Model is evaluated on three benchmarks for __Bitext Retrieval__ - United Nations (UN), Tatoeba, and BUCC with retrievel task - pick the correct English translation for each non-English sentence from a vast pool of candidates and on __downstream classification__ several tasks from the SentEval benchmark - movie review, sentiment analysis, questiontype, product reviews, subjectivity/objectivity, opinion polarity and paraphrasing detection. SentEval is English only, but it is used as benchmark in order to directly compare LaBSE to prior work on sentence embedding models. 






__Results__ point to the combination of customized vocabulary + additive margin softmax + pretraining as the best performing model. Overall good results on bitext retrieval, with even high Tatoeba accuracy for over 30 languages, that were not included in the training data. On pairwise English semantic similarity performs worse than existing English-only sentence embedding models. 
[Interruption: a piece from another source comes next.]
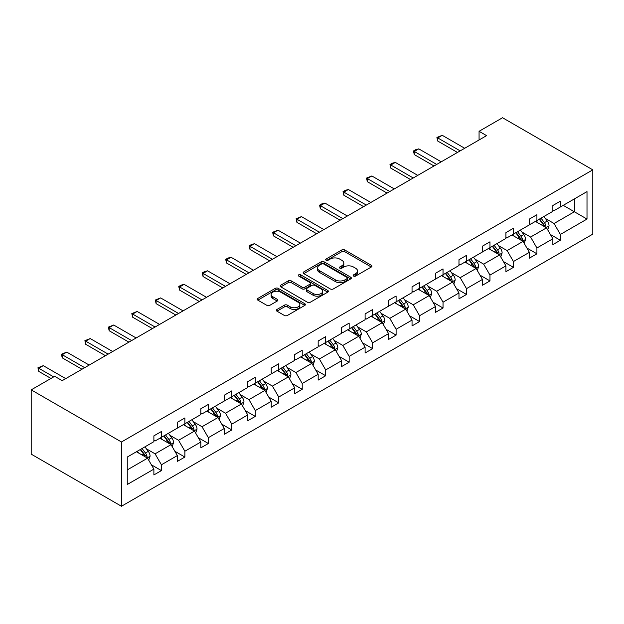 <?xml version="1.0" encoding="UTF-8"?>
<svg xmlns="http://www.w3.org/2000/svg" width="624" height="624" viewBox="0 0 624 624"><rect width="100%" height="100%" fill="white"/><g stroke="black" fill="none" stroke-linecap="round" stroke-linejoin="round"><path stroke-width="0.94" d="M353.566 276.065A1.459 0.842 0 0 0 355.633 276.065L371.319 267.01A2.09 1.209 0 0 0 371.935 266.152A2.09 1.209 0 0 0 371.319 265.301L344.744 249.959A2.09 1.209 0 0 0 341.788 249.959L326.095 259.015A1.459 0.842 0 0 0 325.673 259.615A1.459 0.842 0 0 0 326.095 260.208A1.459 0.842 0 0 0 328.162 260.208L330.197 259.038A6.685 3.861 0 0 1 339.643 259.038L341.858 260.317A6.685 3.861 0 0 1 343.816 263.039A6.685 3.861 0 0 1 341.858 265.769L339.83 266.947A1.459 0.842 0 0 0 339.401 267.54A1.459 0.842 0 0 0 339.83 268.141A1.459 0.842 0 0 0 341.897 268.141L343.925 266.963A6.685 3.861 0 0 1 353.379 266.963L355.594 268.242A6.685 3.861 0 0 1 357.552 270.972A6.685 3.861 0 0 1 355.594 273.702L353.566 274.872A1.459 0.842 0 0 0 353.137 275.473A1.459 0.842 0 0 0 353.566 276.065L353.566 274.872M276.962 309.465A2.09 1.209 0 0 0 276.346 310.315A2.09 1.209 0 0 0 276.962 311.173L284.419 315.479A2.09 1.209 0 0 0 287.375 315.479L304.793 305.417A2.09 1.209 0 0 0 305.409 304.567A2.09 1.209 0 0 0 304.793 303.709L278.218 288.366A2.09 1.209 0 0 0 275.262 288.366L257.837 298.428A2.09 1.209 0 0 0 257.228 299.278A2.09 1.209 0 0 0 257.837 300.128L266.846 305.331A2.09 1.209 0 0 0 269.802 305.331L277.259 301.025A2.09 1.209 0 0 0 277.867 300.175A2.09 1.209 0 0 0 277.259 299.317L272.789 296.743A5.585 3.221 0 0 1 271.151 294.458A5.585 3.221 0 0 1 274.599 291.478A5.585 3.221 0 0 1 280.691 292.18L298.186 302.281A5.585 3.221 0 0 1 299.824 304.567A5.585 3.221 0 0 1 296.377 307.546A5.585 3.221 0 0 1 290.285 306.844L287.375 305.159A2.09 1.209 0 0 0 284.419 305.159L276.962 309.465L276.962 311.173L284.419 306.899L284.419 305.159M592.8 169.861L502.538 117.741L479.068 131.297L486.587 135.634L62.189 380.663L54.67 376.319L31.2 389.867L121.462 441.979L592.8 169.861L592.8 234.133L121.462 506.259L121.462 441.979M330.346 288.959A2.09 1.209 0 0 0 333.294 288.959L350.719 278.905A2.09 1.209 0 0 0 351.335 278.047A2.09 1.209 0 0 0 350.719 277.196L324.145 261.846A2.09 1.209 0 0 0 321.188 261.846L303.763 271.908A2.09 1.209 0 0 0 303.155 272.766A2.09 1.209 0 0 0 303.763 273.616L330.346 288.959M299.255 276.385A1.459 0.842 0 0 1 300.737 276.588L300.737 274.849L327.756 290.456A2.09 1.209 0 0 1 328.372 291.307A2.09 1.209 0 0 1 327.756 292.157L310.331 302.219A2.09 1.209 0 0 1 307.382 302.219L280.8 286.868L280.8 285.168A2.09 1.209 0 0 0 280.192 286.018A2.09 1.209 0 0 0 280.8 286.868M280.8 285.168L288.257 280.862A2.09 1.209 0 0 1 291.213 280.862L301.993 287.087A2.09 1.209 0 0 0 304.941 287.087L309.894 284.232A2.09 1.209 0 0 0 310.502 283.374A2.09 1.209 0 0 0 309.894 282.524L298.67 276.042A1.459 0.842 0 0 1 298.241 275.449A1.459 0.842 0 0 1 299.146 274.669A1.459 0.842 0 0 1 300.737 274.849M127.257 457.049L153.886 441.675L153.886 435.856L161.405 431.512L161.405 437.338L177.356 428.126L177.356 422.308L184.876 417.963L184.876 423.782L200.827 414.578L200.827 408.759L208.346 404.414L208.346 410.233L224.289 401.029L224.289 395.21L231.816 390.866L231.816 396.685L247.759 387.481L247.759 381.662L255.286 377.317L255.286 383.136L271.229 373.932L271.229 368.105L278.749 363.769L278.749 369.587L294.7 360.376L294.7 354.557L302.219 350.22L302.219 356.039L318.17 346.827L318.17 341.008L325.689 336.664L325.689 342.49L341.64 333.278L341.64 327.46L349.159 323.115L349.159 328.934L365.102 319.73L365.102 313.911L372.629 309.566L372.629 315.385L388.573 306.181L388.573 300.362L396.1 296.018L396.1 301.837L412.043 292.633L412.043 286.814L419.57 282.469L419.57 288.288L435.513 279.084L435.513 273.265L443.032 268.921L443.032 274.739L458.983 265.528L458.983 259.709L466.502 255.372L466.502 261.191L482.453 251.979L482.453 246.16L489.973 241.816L489.973 247.642L505.924 238.43L505.924 232.612L513.443 228.267L513.443 234.086L529.386 224.882L529.386 219.063L536.913 214.718L536.913 220.537L552.856 211.333L552.856 205.514L560.383 201.17L560.383 206.989L587.005 191.615L587.005 219.063L560.383 234.437L560.383 240.256L552.856 244.6L552.856 238.781L536.913 247.985L536.913 253.804L529.386 258.149L529.386 252.33L513.443 261.534L513.443 267.353L505.924 271.697L505.924 265.879L489.973 275.083L489.973 280.909L482.453 285.246L482.453 279.427L466.502 288.639L466.502 294.458L458.983 298.795L458.983 292.976L443.032 302.188L443.032 308.006L435.513 312.351L435.513 306.524L419.57 315.736L419.57 321.555L412.043 325.9L412.043 320.081L396.1 329.285L396.1 335.104L388.573 339.448L388.573 333.629L372.629 342.833L372.629 348.652L365.102 352.997L365.102 347.178L349.159 356.382L349.159 362.201L341.64 366.545L341.64 360.727L325.689 369.931L325.689 375.749L318.17 380.094L318.17 374.275L302.219 383.487L302.219 389.306L294.7 393.643L294.7 387.824L278.749 397.036L278.749 402.854L271.229 407.199L271.229 401.372L255.286 410.584L255.286 416.403L247.759 420.748L247.759 414.929L231.816 424.133L231.816 429.952L224.289 434.296L224.289 428.477L208.346 437.681L208.346 443.5L200.827 447.845L200.827 442.026L184.876 451.23L184.876 457.049L177.356 461.393L177.356 455.575L161.405 464.779L161.405 470.597L153.886 474.942L153.886 469.123L127.257 484.497L127.257 457.049M159.9 438.204L171.038 444.631L155.087 453.835L146.383 448.812M155.087 453.835L161.405 464.779M171.038 444.631L177.356 455.575M153.886 440.287L155.087 440.981L161.405 437.338M183.37 424.655L194.509 431.083L178.558 440.287L169.853 435.263M178.558 440.287L184.876 451.23M194.509 431.083L200.827 442.026M177.356 426.738L178.558 427.432L184.876 423.782M206.84 411.107L217.971 417.534L202.028 426.738L193.323 421.707M202.028 426.738L208.346 437.681M217.971 417.534L224.289 428.477M200.827 413.189L202.028 413.884L208.346 410.233M230.311 397.55L241.441 403.985L225.498 413.189L216.785 408.158M225.498 413.189L231.816 424.133M241.441 403.985L247.759 414.929M224.289 399.641L225.498 400.335L231.816 396.685M253.781 384.002L264.911 390.429L248.968 399.641L240.256 394.61M248.968 399.641L255.286 410.584M264.911 390.429L271.229 401.372M247.759 386.092L248.968 386.786L255.286 383.136M277.251 370.453L288.382 376.88L272.431 386.092L263.726 381.061M272.431 386.092L278.749 397.036M288.382 376.88L294.7 387.824M271.229 372.536L272.431 373.238L278.749 369.587M300.713 356.905L311.852 363.332L295.901 372.536L287.196 367.513M295.901 372.536L302.219 383.487M311.852 363.332L318.17 374.275M294.7 358.987L295.901 359.681L302.219 356.039M324.184 343.356L335.322 349.783L319.371 358.987L310.666 353.964M319.371 358.987L325.689 369.931M335.322 349.783L341.64 360.727M318.17 345.439L319.371 346.133L325.689 342.49M347.654 329.807L358.784 336.235L342.841 345.439L334.136 340.415M342.841 345.439L349.159 356.382M358.784 336.235L365.102 347.178M341.64 331.89L342.841 332.584L349.159 328.934M371.124 316.259L382.255 322.686L366.311 331.89L357.599 326.867M366.311 331.89L372.629 342.833M382.255 322.686L388.573 333.629M365.102 318.341L366.311 319.036L372.629 315.385M394.594 302.702L405.725 309.137L389.782 318.341L381.069 313.31M389.782 318.341L396.1 329.285M405.725 309.137L412.043 320.081M388.573 304.793L389.782 305.487L396.1 301.837M418.064 289.154L429.195 295.581L413.244 304.793L404.539 299.762M413.244 304.793L419.57 315.736M429.195 295.581L435.513 306.524M412.043 291.244L413.244 291.938L419.57 288.288M441.527 275.605L452.665 282.032L436.714 291.244L428.009 286.213M436.714 291.244L443.032 302.188M452.665 282.032L458.983 292.976M435.513 277.688L436.714 278.39L443.032 274.739M464.997 262.057L476.135 268.484L460.184 277.688L451.48 272.665M460.184 277.688L466.502 288.639M476.135 268.484L482.453 279.427M458.983 264.139L460.184 264.833L466.502 261.191M488.467 248.508L499.598 254.935L483.655 264.139L474.95 259.116M483.655 264.139L489.973 275.083M499.598 254.935L505.924 265.879M482.453 250.591L483.655 251.285L489.973 247.642M511.937 234.959L523.068 241.387L507.125 250.591L498.412 245.567M507.125 250.591L513.443 261.534M523.068 241.387L529.386 252.33M505.924 237.042L507.125 237.736L513.443 234.086M535.408 221.411L546.538 227.838L530.595 237.042L521.882 232.019M530.595 237.042L536.913 247.985M546.538 227.838L552.856 238.781M529.386 223.493L530.595 224.188L536.913 220.537M563.238 205.343L574.369 211.77L554.057 223.493L545.353 218.462M554.057 223.493L560.383 234.437M587.005 219.063L574.369 211.77L574.369 198.916L587.005 191.615M31.2 389.867L31.2 454.139L121.462 506.259M479.068 131.297L479.068 139.979M552.856 209.945L554.057 210.639L560.383 206.989M127.257 469.903L147.568 458.18L136.438 451.753M147.568 458.18L153.886 469.123M550.376 234.484L560.383 240.256M526.906 248.032L536.913 253.804M503.435 261.581L513.443 267.353M479.965 275.129L489.973 280.909M456.503 288.678L466.502 294.458M433.033 302.227L443.032 308.006M409.562 315.775L419.57 321.555M386.092 329.332L396.1 335.104M362.622 342.88L372.629 348.652M339.152 356.429L349.159 362.201M315.689 369.977L325.689 375.749M292.219 383.526L302.219 389.306M268.749 397.075L278.749 402.854M245.279 410.623L255.286 416.403M221.809 424.18L231.816 429.952M198.338 437.728L208.346 443.5M174.876 451.277L184.876 457.049M151.406 464.825L161.405 470.597M354.151 276.276L355.594 275.434A6.685 3.861 0 0 0 357.552 272.711L357.552 270.972M343.816 263.039L343.816 264.779A6.685 3.861 0 0 1 341.858 267.509L340.415 268.343M371.296 267.025L344.744 251.69A2.09 1.209 0 0 0 341.788 251.69L326.68 260.419M350.696 278.92L324.145 263.585A2.09 1.209 0 0 0 321.188 263.585L303.794 273.632M347.03 278.647A1.459 0.842 0 0 0 347.459 278.047A1.459 0.842 0 0 0 347.03 277.454L323.7 263.983A1.459 0.842 0 0 0 321.633 263.983L319.488 265.216A6.685 3.861 0 0 0 317.53 267.946A6.685 3.861 0 0 0 319.488 270.676L335.439 279.88A6.685 3.861 0 0 0 344.893 279.88L347.03 278.647L347.03 280.379A1.459 0.842 0 0 0 347.459 279.786L347.459 278.047M317.53 267.946L317.53 269.685A6.685 3.861 0 0 0 319.488 272.407L319.488 270.676M347.03 280.379L344.893 281.619A6.685 3.861 0 0 1 335.439 281.619L319.488 272.407M280.831 286.892L288.257 282.602L288.257 280.862M310.502 283.374L310.502 285.113A2.09 1.209 0 0 1 309.894 285.964L304.941 288.826A2.09 1.209 0 0 1 301.993 288.826L291.213 282.602A2.09 1.209 0 0 0 288.257 282.602M300.737 276.588L327.733 292.172M313.178 293.545A5.585 3.221 0 0 0 319.262 294.239A5.585 3.221 0 0 0 322.717 291.26A5.585 3.221 0 0 0 321.079 288.982L314.909 285.425A2.09 1.209 0 0 0 311.961 285.425L307.008 288.28A2.09 1.209 0 0 0 306.4 289.13A2.09 1.209 0 0 0 307.008 289.981L313.178 293.545L313.178 295.277A5.585 3.221 0 0 0 319.262 295.979A5.585 3.221 0 0 0 322.717 292.999L322.717 291.26M306.4 289.13L306.4 290.87A2.09 1.209 0 0 0 307.008 291.72L307.008 289.981M313.178 295.277L307.008 291.72M299.824 304.567L299.824 306.298A5.585 3.221 0 0 1 296.377 309.278A5.585 3.221 0 0 1 290.285 308.584L287.375 306.899A2.09 1.209 0 0 0 284.419 306.899M271.151 294.458L271.151 296.197A5.585 3.221 0 0 0 272.789 298.475L272.789 296.743M277.228 301.041L272.789 298.475M304.769 305.432L278.218 290.098A2.09 1.209 0 0 0 275.262 290.098L257.868 300.144M547.685 229.819L549.065 225.818A5.639 3.253 -120 0 0 547.264 221.021L543.886 216.512M537.833 222.807L536.367 220.857M545.704 227.354L546.023 226.06A5.639 3.253 -120 0 0 544.409 222.667L541.031 218.158M539.62 218.977L543.332 223.938A2.87 1.661 60 0 1 543.855 224.812L546.023 226.06M539.222 219.203L542.599 223.712A5.639 3.253 60 0 1 544.011 226.372M460.184 150.883L437.736 137.92L437.736 141.047L436.909 137.444L442.252 135.314L464.701 148.278M457.478 152.443L437.736 141.047M442.252 135.314L437.736 137.92L436.909 137.444M524.215 243.368L525.595 239.366A5.639 3.253 -120 0 0 523.801 234.569L520.424 230.061M514.363 236.356L512.897 234.406M522.241 240.903L522.553 239.608A5.639 3.253 -120 0 0 520.939 236.223L517.561 231.707M516.149 232.526L519.87 237.487A2.87 1.661 60 0 1 520.385 238.36L522.553 239.608M515.759 232.752L519.137 237.26A5.639 3.253 60 0 1 520.541 239.92M500.744 256.916L502.125 252.923A5.639 3.253 -120 0 0 500.331 248.118L496.954 243.61M490.893 249.904L489.427 247.954M498.771 254.452L499.083 253.157A5.639 3.253 -120 0 0 497.468 249.772L494.091 245.263M492.679 246.074L496.4 251.035A2.87 1.661 60 0 1 496.922 251.909L499.083 253.157M492.289 246.301L495.667 250.809A5.639 3.253 60 0 1 497.071 253.477M436.714 164.432L414.274 151.468L414.274 154.596L413.447 150.992L415.701 149.69L418.782 148.863L441.23 161.827M434.008 165.992L414.274 154.596M418.782 148.863L414.274 151.468L413.447 150.992M413.244 177.98L390.803 165.017L390.803 168.145L389.977 164.541L392.231 163.238L395.312 162.412L417.76 175.375M410.537 179.54L390.803 168.145M395.312 162.412L390.803 165.017L389.977 164.541M477.274 270.465L478.663 266.471A5.639 3.253 -120 0 0 476.861 261.667L473.483 257.158M467.423 263.461L465.956 261.503M475.301 268.008L475.613 266.713A5.639 3.253 -120 0 0 473.998 263.32L470.621 258.812M469.209 259.623L472.93 264.584A2.87 1.661 60 0 1 473.452 265.457L475.613 266.713M468.819 259.849L472.196 264.358A5.639 3.253 60 0 1 473.6 267.025M389.782 191.529L367.333 178.573L367.333 181.693L366.506 178.09L371.849 175.968L394.29 188.924M387.067 193.089L367.333 181.693M371.849 175.968L367.333 178.573L366.506 178.09M453.804 284.014L455.192 280.02A5.639 3.253 -120 0 0 453.391 275.215L450.013 270.707M443.953 277.009L442.494 275.051M451.831 281.557L452.143 280.262A5.639 3.253 -120 0 0 450.536 276.869L447.158 272.36M445.739 273.172L449.459 278.14A2.87 1.661 60 0 1 449.982 279.006L452.143 280.262M445.349 273.406L448.726 277.914A5.639 3.253 60 0 1 450.13 280.574M366.311 205.078L343.863 192.122L343.863 195.25L343.036 191.646L345.29 190.336L348.379 189.517L370.82 202.472M363.605 206.645L343.863 195.25M348.379 189.517L343.863 192.122L343.036 191.646M430.342 297.562L431.722 293.569A5.639 3.253 -120 0 0 429.92 288.772L426.543 284.255M420.49 290.558L419.024 288.6M428.36 295.105L428.68 293.81A5.639 3.253 -120 0 0 427.066 290.417L423.688 285.909M422.276 286.728L425.989 291.689A2.87 1.661 60 0 1 426.512 292.562L428.68 293.81M421.879 286.954L425.256 291.463A5.639 3.253 60 0 1 426.66 294.122M342.841 218.626L320.393 205.67L320.393 208.798L319.566 205.195L321.82 203.892L324.909 203.065L347.357 216.021M340.135 220.194L320.393 208.798M324.909 203.065L320.393 205.67L319.566 205.195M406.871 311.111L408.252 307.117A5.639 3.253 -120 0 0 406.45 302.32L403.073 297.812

Two NMT (neural machine translation) model was trained with parallel text from CommonCrawl mined with LaBSE, an english - german and an english - chinese, both showing the state-of-the-art effectiveness of the mined data.

__Conclusion__

LaBSE model supports multiple languages, has state-of-the-art performance on variety of multilingual tasks. Most important factor for training was additive margin softmax, followed by the quality of the train data, the use pre-trained language models allows huge reduction in the quantity of train data.

Playing around with the code provided (in kaggle models and papers with code) in another notebook.